## ASSIGNMENT
All of the entries must be reproduced exactly, with no images carried over.

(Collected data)
○ ○ ○
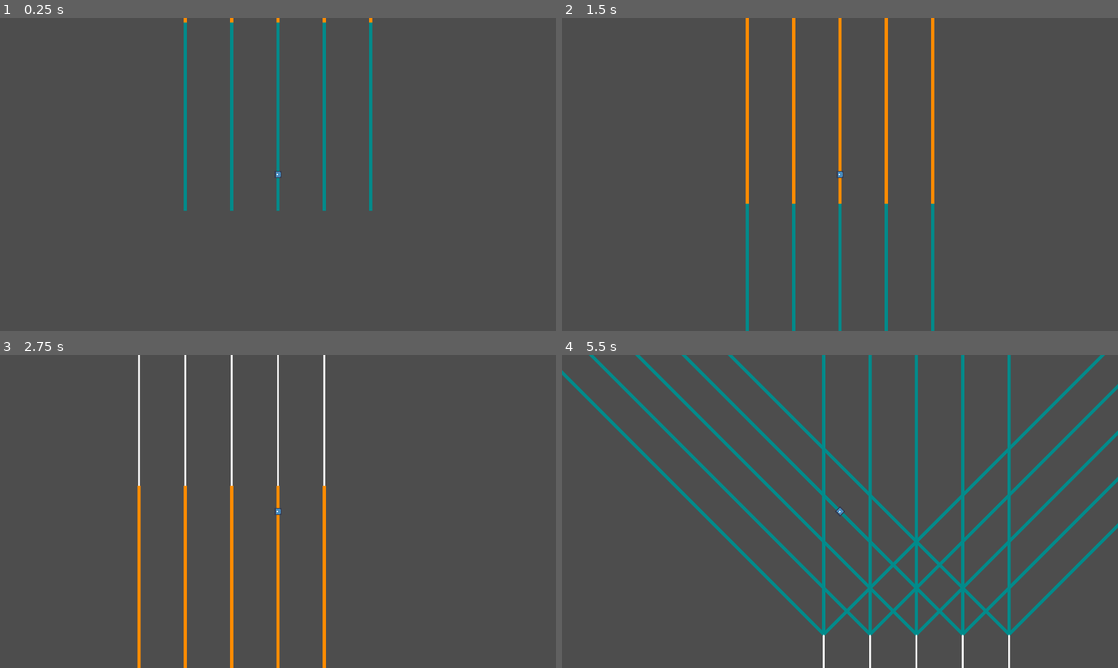
Above: before the commit, frames 1-4 (two rows, left to right).
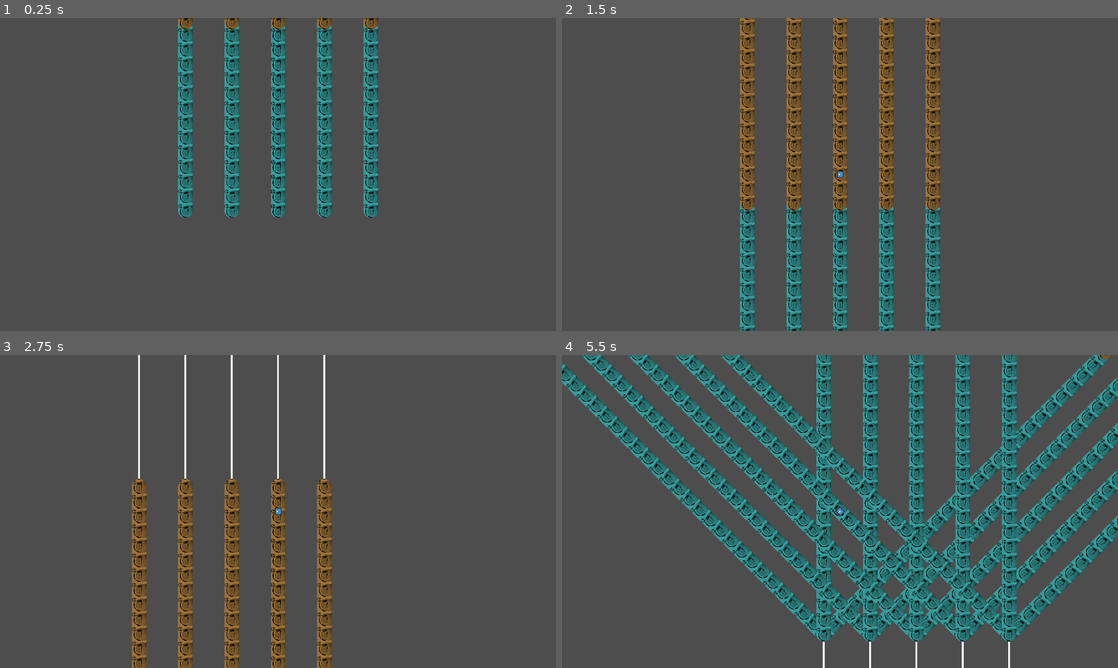
Above: after the commit, the same moments.

Repository: elpozewaunig/LanLinerReconciliation
Game: Godot game, scene res://scenes/main.tscn
The game is run twice, just before and just after one commit, with the same random seed, the same clock (stepped at 60 frames per second) and the same inputs. The engine's default icon, where the game draws it, is replaced by a stand-in: a white triangle on a blue panel in a dark square.
Inputs:
- Up to frame 1 (0.25 s): no input
- Up to frame 2 (1.5 s): hold Right (ui_right) 0.53-1.28 s; hold Left (ui_left) from 1.28 s (still down)
- Up to frame 3 (2.75 s): release Left (ui_left) at 2.03 s; hold Right (ui_right) from 2.03 s (still down)
- Up to frame 4 (5.5 s): release Right (ui_right) at 2.78 s; hold Up (ui_up) 2.78-3.53 s; hold Left (ui_left) from 3.53 s (still down)

The runs differ from the first frame. In frame 1, 8.1% of the frame differs, in the area x 32-68%, y 0-64%; in frame 2, 13%; in frame 3, 7.6%; in frame 4, 34%, in the area x 0-100%, y 0-92%.

Commit message:
seal

Diff:
--- /dev/null
+++ b/scenes/slowLine.tscn
@@ -0,0 +1,12 @@
+[gd_scene load_steps=2 format=3 uid="uid://8b58vqkl0e3i"]
+
+[ext_resource type="Texture2D" uid="uid://2xi35uca4m1k" path="res://assets/sealtileSlow.jpg" id="1_pp30w"]
+
+[node name="SealTextLine" type="Line2D"]
+texture_repeat = 2
+width = 50.0
+texture = ExtResource("1_pp30w")
+texture_mode = 1
+joint_mode = 1
+begin_cap_mode = 2
+end_cap_mode = 2
--- /dev/null
+++ b/scenes/speedLine.tscn
@@ -0,0 +1,12 @@
+[gd_scene load_steps=2 format=3 uid="uid://bx7vpo0wa7iyy"]
+
+[ext_resource type="Texture2D" uid="uid://dw0v0omd5p321" path="res://assets/sealtileFast.jpg" id="1_742vp"]
+
+[node name="SealTextLine" type="Line2D"]
+texture_repeat = 2
+width = 50.0
+texture = ExtResource("1_742vp")
+texture_mode = 1
+joint_mode = 1
+begin_cap_mode = 2
+end_cap_mode = 2
--- a/scripts/Path.gd
+++ b/scripts/Path.gd
@@ -15,26 +15,38 @@
 
 func _draw():
 
+
+
 	draw_polyline(curve.get_baked_points(), Color.WHITE, 5, true)
 
 	if(!tubele.is_empty()):
 		for el in tubele:
-			var newc = Curve2D.new()
+			var newc
 			var l1 = float(el[0])
 			var l2 = float(el[1])
 			var col = Color.DEEP_PINK
 			if(str(el[2])=="speed"):
-				col = Color.DARK_ORANGE
+				newc = getSpeedLine()
 			elif(str(el[2])=="slow"):
-				col = Color.DARK_CYAN
+				newc = getSlowLine()
 
 			newc.add_point(curve.sample_baked(l1))
 			for pointInbetween in getPointsInBetween(l1,l2, curve):
-				pass#newc.add_point(pointInbetween)
+				newc.add_point(pointInbetween)
 			newc.add_point(curve.sample_baked(l2))
-			draw_polyline(newc.get_baked_points(),col,10,true)
+			#draw_polyline(newc.get_baked_points(),col,10,true)
+			self.add_child(newc)
 
 
+
+func getSpeedLine() -> Line2D:
+	var scene = preload("res://scenes/speedLine.tscn") #preload geht aber load nit :huh:
+	var line = scene.instantiate()
+	return line
+func getSlowLine() -> Line2D:
+	var scene = preload("res://scenes/slowLine.tscn") #preload geht aber load nit :huh:
+	var line = scene.instantiate()
+	return line
 func getPointsInBetween(l1, l2, c):
 	var arr = []
 	var dist = 0.0
Binary file added: assets/sealtile.jpg
Not shown, added: assets/sealtile.jpg.import
Binary file added: assets/sealtileFast.jpg
Not shown, added: assets/sealtileFast.jpg.import
Binary file added: assets/sealtileSlow.jpg
Not shown, added: assets/sealtileSlow.jpg.import
○ ○ ○
## SOLUTION FOR THIS EXERCISE
Above: before the commit, frames 1-4 (two rows, left to right).
Above: after the commit, the same moments.

Repository: elpozewaunig/LanLinerReconciliation
Game: Godot game, scene res://scenes/main.tscn
The game is run twice, just before and just after one commit, with the same random seed, the same clock (stepped at 60 frames per second) and the same inputs. The engine's default icon, where the game draws it, is replaced by a stand-in: a white triangle on a blue panel in a dark square.
Inputs:
- Up to frame 1 (0.25 s): no input
- Up to frame 2 (1.5 s): hold Right (ui_right) 0.53-1.28 s; hold Left (ui_left) from 1.28 s (still down)
- Up to frame 3 (2.75 s): release Left (ui_left) at 2.03 s; hold Right (ui_right) from 2.03 s (still down)
- Up to frame 4 (5.5 s): release Right (ui_right) at 2.78 s; hold Up (ui_up) 2.78-3.53 s; hold Left (ui_left) from 3.53 s (still down)

The runs differ from the first frame. In frame 1, 8.1% of the frame differs, in the area x 32-68%, y 0-64%; in frame 2, 13%; in frame 3, 7.6%; in frame 4, 34%, in the area x 0-100%, y 0-92%.

Commit message:
seal

Diff:
--- /dev/null
+++ b/scenes/slowLine.tscn
@@ -0,0 +1,12 @@
+[gd_scene load_steps=2 format=3 uid="uid://8b58vqkl0e3i"]
+
+[ext_resource type="Texture2D" uid="uid://2xi35uca4m1k" path="res://assets/sealtileSlow.jpg" id="1_pp30w"]
+
+[node name="SealTextLine" type="Line2D"]
+texture_repeat = 2
+width = 50.0
+texture = ExtResource("1_pp30w")
+texture_mode = 1
+joint_mode = 1
+begin_cap_mode = 2
+end_cap_mode = 2
--- /dev/null
+++ b/scenes/speedLine.tscn
@@ -0,0 +1,12 @@
+[gd_scene load_steps=2 format=3 uid="uid://bx7vpo0wa7iyy"]
+
+[ext_resource type="Texture2D" uid="uid://dw0v0omd5p321" path="res://assets/sealtileFast.jpg" id="1_742vp"]
+
+[node name="SealTextLine" type="Line2D"]
+texture_repeat = 2
+width = 50.0
+texture = ExtResource("1_742vp")
+texture_mode = 1
+joint_mode = 1
+begin_cap_mode = 2
+end_cap_mode = 2
--- a/scripts/Path.gd
+++ b/scripts/Path.gd
@@ -15,26 +15,38 @@
 
 func _draw():
 
+
+
 	draw_polyline(curve.get_baked_points(), Color.WHITE, 5, true)
 
 	if(!tubele.is_empty()):
 		for el in tubele:
-			var newc = Curve2D.new()
+			var newc
 			var l1 = float(el[0])
 			var l2 = float(el[1])
 			var col = Color.DEEP_PINK
 			if(str(el[2])=="speed"):
-				col = Color.DARK_ORANGE
+				newc = getSpeedLine()
 			elif(str(el[2])=="slow"):
-				col = Color.DARK_CYAN
+				newc = getSlowLine()
 
 			newc.add_point(curve.sample_baked(l1))
 			for pointInbetween in getPointsInBetween(l1,l2, curve):
-				pass#newc.add_point(pointInbetween)
+				newc.add_point(pointInbetween)
 			newc.add_point(curve.sample_baked(l2))
-			draw_polyline(newc.get_baked_points(),col,10,true)
+			#draw_polyline(newc.get_baked_points(),col,10,true)
+			self.add_child(newc)
 
 
+
+func getSpeedLine() -> Line2D:
+	var scene = preload("res://scenes/speedLine.tscn") #preload geht aber load nit :huh:
+	var line = scene.instantiate()
+	return line
+func getSlowLine() -> Line2D:
+	var scene = preload("res://scenes/slowLine.tscn") #preload geht aber load nit :huh:
+	var line = scene.instantiate()
+	return line
 func getPointsInBetween(l1, l2, c):
 	var arr = []
 	var dist = 0.0
Binary file added: assets/sealtile.jpg
Not shown, added: assets/sealtile.jpg.import
Binary file added: assets/sealtileFast.jpg
Not shown, added: assets/sealtileFast.jpg.import
Binary file added: assets/sealtileSlow.jpg
Not shown, added: assets/sealtileSlow.jpg.import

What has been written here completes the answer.